I wish I'd had such wonderful ideas in my school cooking classes!

At my last home, I had a feijoa tree. After some research (some here!), I found out it was native to Australia. How about making small toast rounds, topped with a nutty type aussie cheese, and then topping it with a bit of feijoa jam? If the trees still have flowers, those are edible too, and have a faint cinnamon taste. They'd be lovely to garnish the plate with.

hmmmm...just re-read your posting..."from a culture other than our own..." okay, lemme think some more......


----------



## jkath (Mar 7, 2006)

Wait! Australia has avocados! Hooray! Could you make a simple mexican guacamole with your avos?

4 avocados, mashed
1 Tbsp fresh lemon juice
1/2 tsp hot pepper sauce 
a few shakes of salt & pepper

Serve with either tortilla chips or local flat bread, cut into triangles, brushed with oil and baked till golden & crisp


----------



## Cheese-lovers (Mar 10, 2006)

they both sound really good, got any more ideas.


----------



## jkath (Mar 10, 2006)

What food is your city/region known for?
(that'll help the ball get rolling)


----------



## daisy (Mar 10, 2006)

OK, an Aussie here!

Immigrants to Australia after WW2 seemed to have come in waves. At first we got the Europeans - Italians, Greeks, and Slavs, mostly. The Slavs don't seem to have given us much in the way of foods - certainly not as much as the Italians or Greeks. For those, the best known foods, still very popular, are things like Spaghetti Bolognese or Lasagne; the Greeks gave us Moussaka, Baklava, and salads with feta cheese.

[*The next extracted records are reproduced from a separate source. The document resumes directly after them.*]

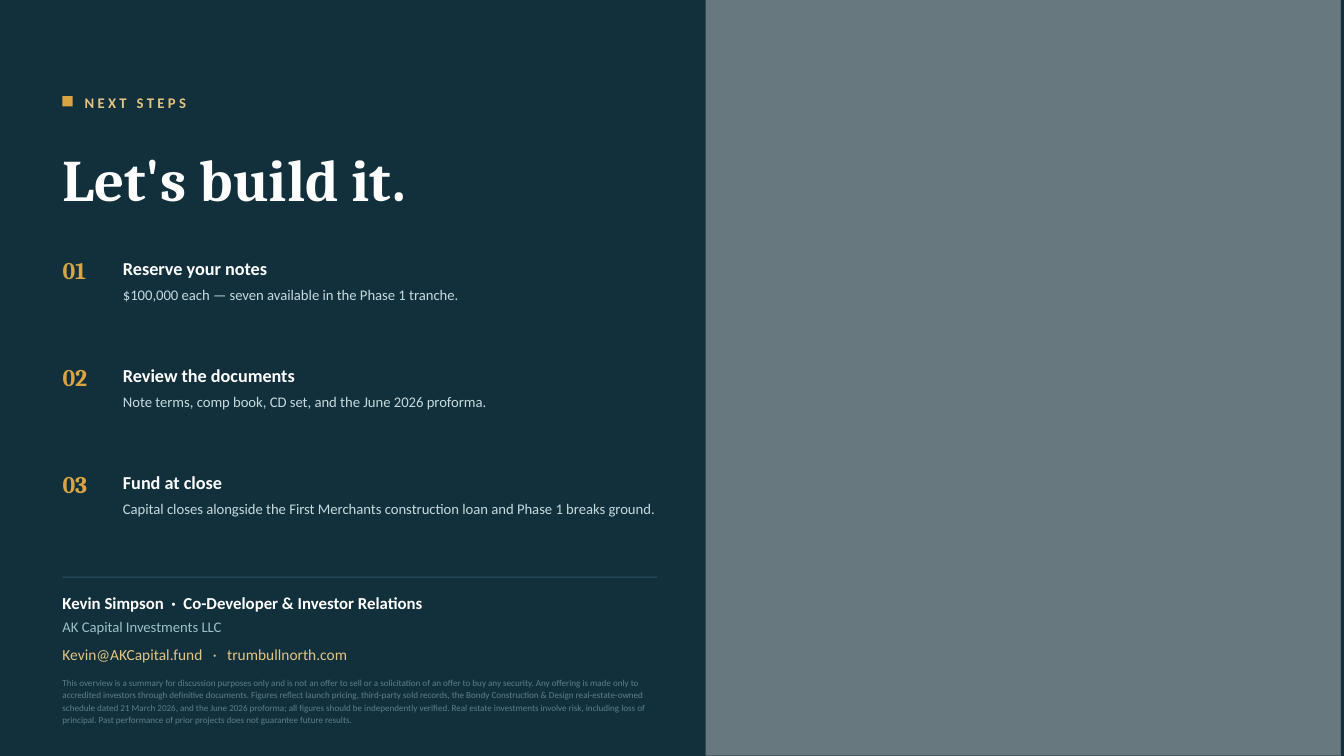
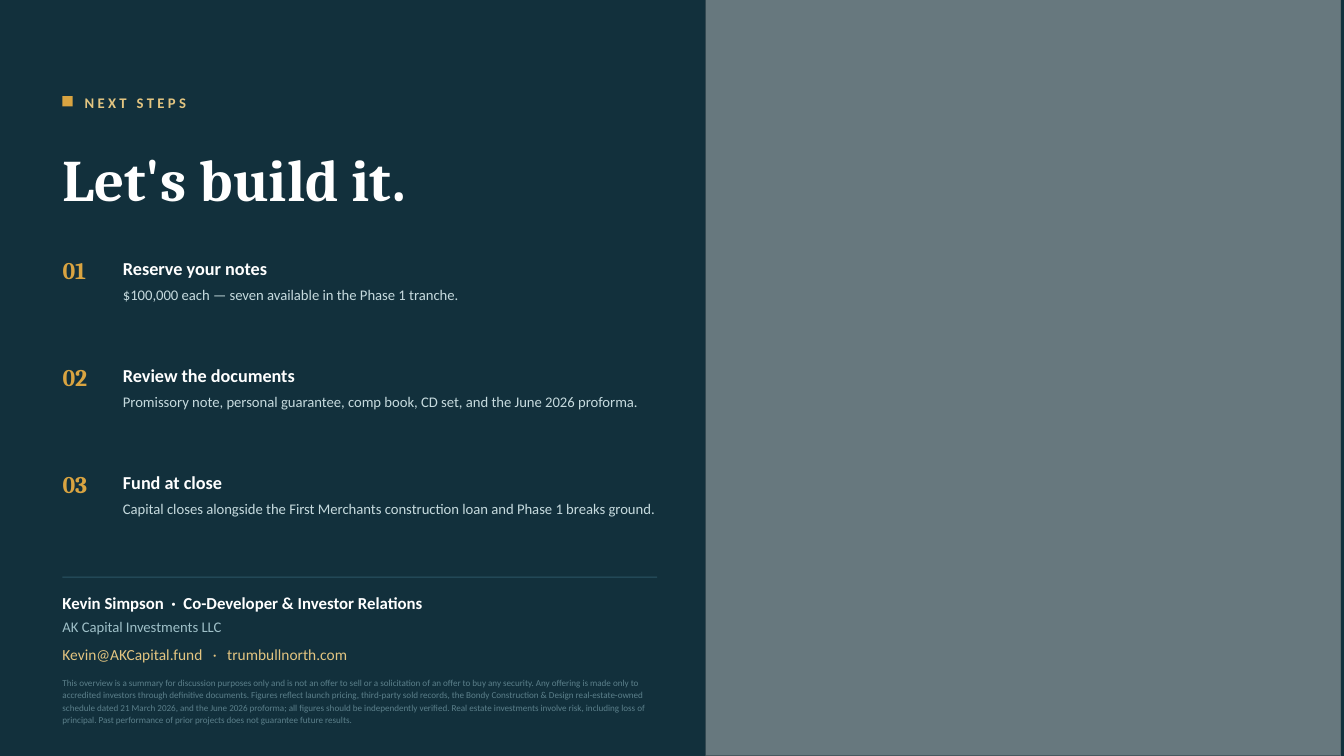
Before and after one commit to KevinSimpson9/3331-trumbull, a slide deck: slide 11 of deck/3331-Trumbull-Investor-Deck-Aug-2026.pptx. Drawn at 1344x756 pixels with LibreOffice and Linux fonts; fonts in the diff are those of the drawing; grey boxes stand for pictures. Boxes give left, top, right and bottom in pixels: in the first picture for what was removed or moved away, otherwise in the second. Text is boxed around its words. In the diff, an @@ line names an element or a change of style, - is before the commit and + after.

```diff
--- a/deck/3331-Trumbull-Investor-Deck-Aug-2026.pptx
+++ b/deck/3331-Trumbull-Investor-Deck-Aug-2026.pptx
@@ text at (123,397,638,410): text changed @@
-Note terms, comp book, CD set, and the June 2026 proforma.
+Promissory note, personal guarantee, comp book, CD set, and the June 2026 proforma.
```
Also in this commit, not shown: 3 other slides changed, 2 other files.

Other Europeans, fewer in number, gave us Wiener Schnitzel and a variety of sausages, particularly salami. A lot of Germans settled in South Australia, and they've provided us with excellent wines.

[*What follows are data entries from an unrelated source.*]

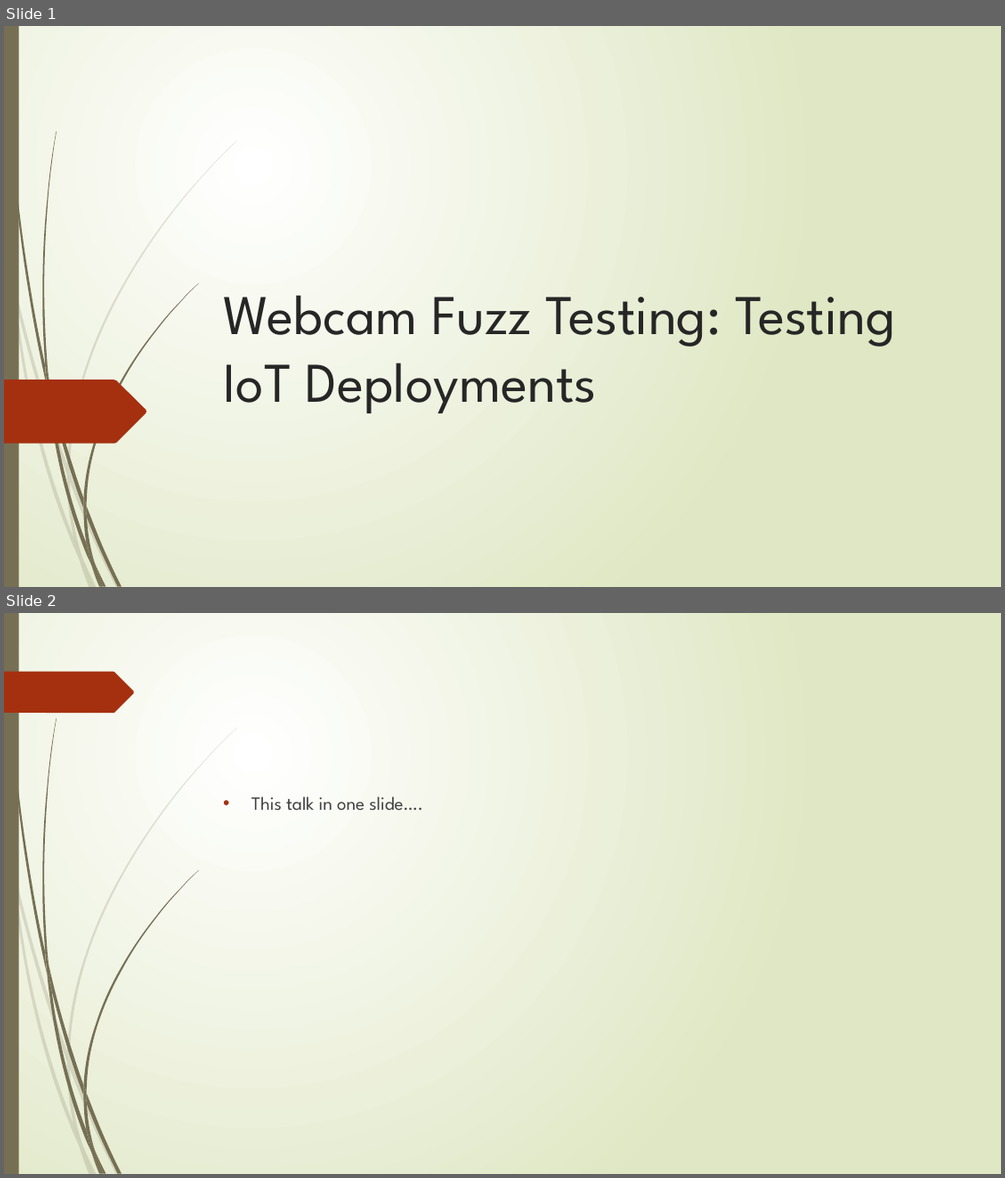
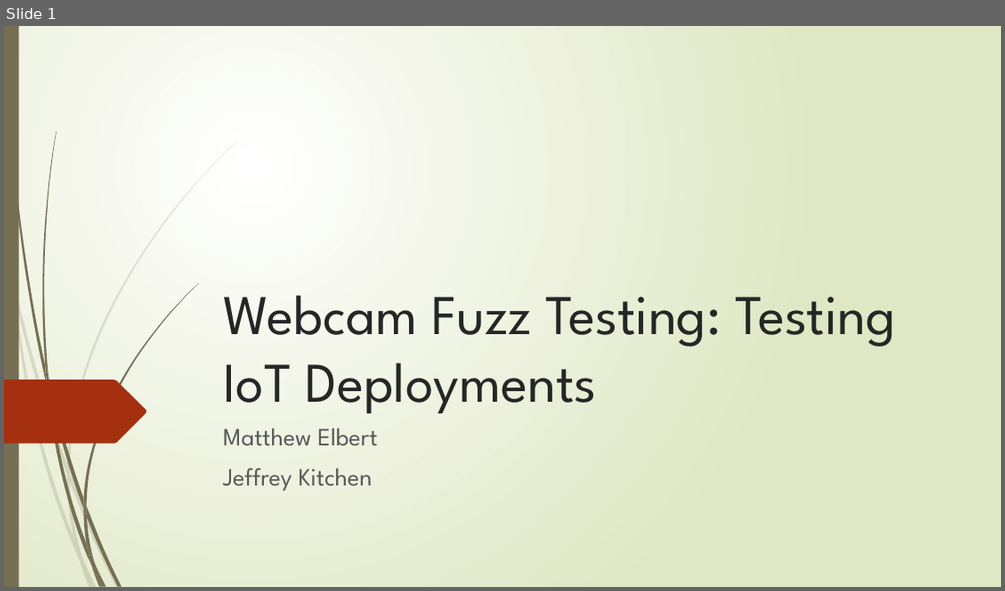
Before and after one commit to mkelbertonthehub/fuzzingProject, a slide deck: Presentation/WebcamFuzzing.pptx. Shown one above the other, each under a label of ours: slides 1 and 2 before the commit, slide 1 after it. The pictures are 1005x1178 and 1005x591 pixels, drawn with LibreOffice and Linux fonts; fonts in the diff are those of the drawing. Boxes give left, top, right and bottom in pixels: in the first picture for what was removed or moved away, otherwise in the second. Text is boxed around its words. In the diff, an @@ line names an element or a change of style, - is before the commit and + after.

```diff
--- a/Presentation/WebcamFuzzing.pptx
+++ b/Presentation/WebcamFuzzing.pptx
@@ slide 2 removed at bbox=[4, 613, 1001, 1174], background gradient #FFFFFF to #DFE8C4; not listed: 23 template elements that a slide beside it also shows @@
@@ freeform shape removed at bbox=[4, 672, 134, 713] @@
@@ text removed at bbox=[251, 796, 423, 811] @@
-• This talk in one slide….
@@ slide 1 changed as well @@
@@ subtitle added at bbox=[223, 428, 377, 491], 24 pt, text #595959 @@
+Matthew Elbert
+Jeffrey Kitchen
```
Also in this commit, not shown: 6 slides added, 3 other slides removed.

Since Vietnam, there has been a huge influx of Vietnamese immigrants. These have introduced us to a huge range of Asian vegetables and sauces - most of which are called 'Thai' nowadays. Any stirfry using these vegetables (bok choy, Chinese cabbage, tatsoi etc) would be good examples of what have become popular.

The Chinese have been around since the goldrushes of the early 1800s. Their influence on our food has been immense, and continues. From them, we learned about things like straw mushrooms, bamboo shoots, water chestnuts and the like. Chicken and Almonds, or Mongolian Beef would be popular examples of their cuisine.

We get a lot of Indonesian foods here, too. Satays and Rendangs would be good examples of what is popular.

Indians and Pakistanis have made up a lot of our immigrant population. So curries would have to be included for that group.

In the 80s there was an influx of immigrants from the Middle East, especially Turkey and Lebanon. So we've learned about flatbreads and Kofta from them. 

We've always had a great number of British immigrants, and they're still coming. This includes not only English, but Scots and Irish as well. We get fewer Welshmen, but think Potato and Leek Soup. Think Irish Stew or Colcannon (bubble and squeak); oatcakes from the Scots; steak and kidney pudding; bangers and mash; Toad in the Hole; Roast Beef and Yorkshire Pudding; fish 'n' chips from the Poms!

Although we haven't had a lot of immigrants from Central America, we've been quite strongly influenced by Mexican cuisine. Tacos, Chilli con Carne, and Burritos would be top of the list in that category. 

We've had quite a few Japanese immigrants, but mainly they are our tourist trade, and we've had to learn to cater for them. So we've learned about Sushi and Teriyaki from them. 

You can hunt up food from a large number of different countries at this site. It's fairly representive of what we get here in Australia.

http://fooddownunder.com/cgi-bin/search.cgi?q=middle+eastern

Here are some sites that might interest you:
http://www.inmamaskitchen.com/FOOD_IS_ART/places/Ausfoodarticle.html
http://www.recipelink.com/rcpeth2.html
http://www.kraft.com.au/virtualMuseum/decades/index.cfm?Page=decades
http://www.schools.ash.org.au/thscompst/Australia/Aus1.html


----------



## auntdot (Mar 10, 2006)

Just an idea (and  do not know what the requirement is for the Australian foods/cooking methods).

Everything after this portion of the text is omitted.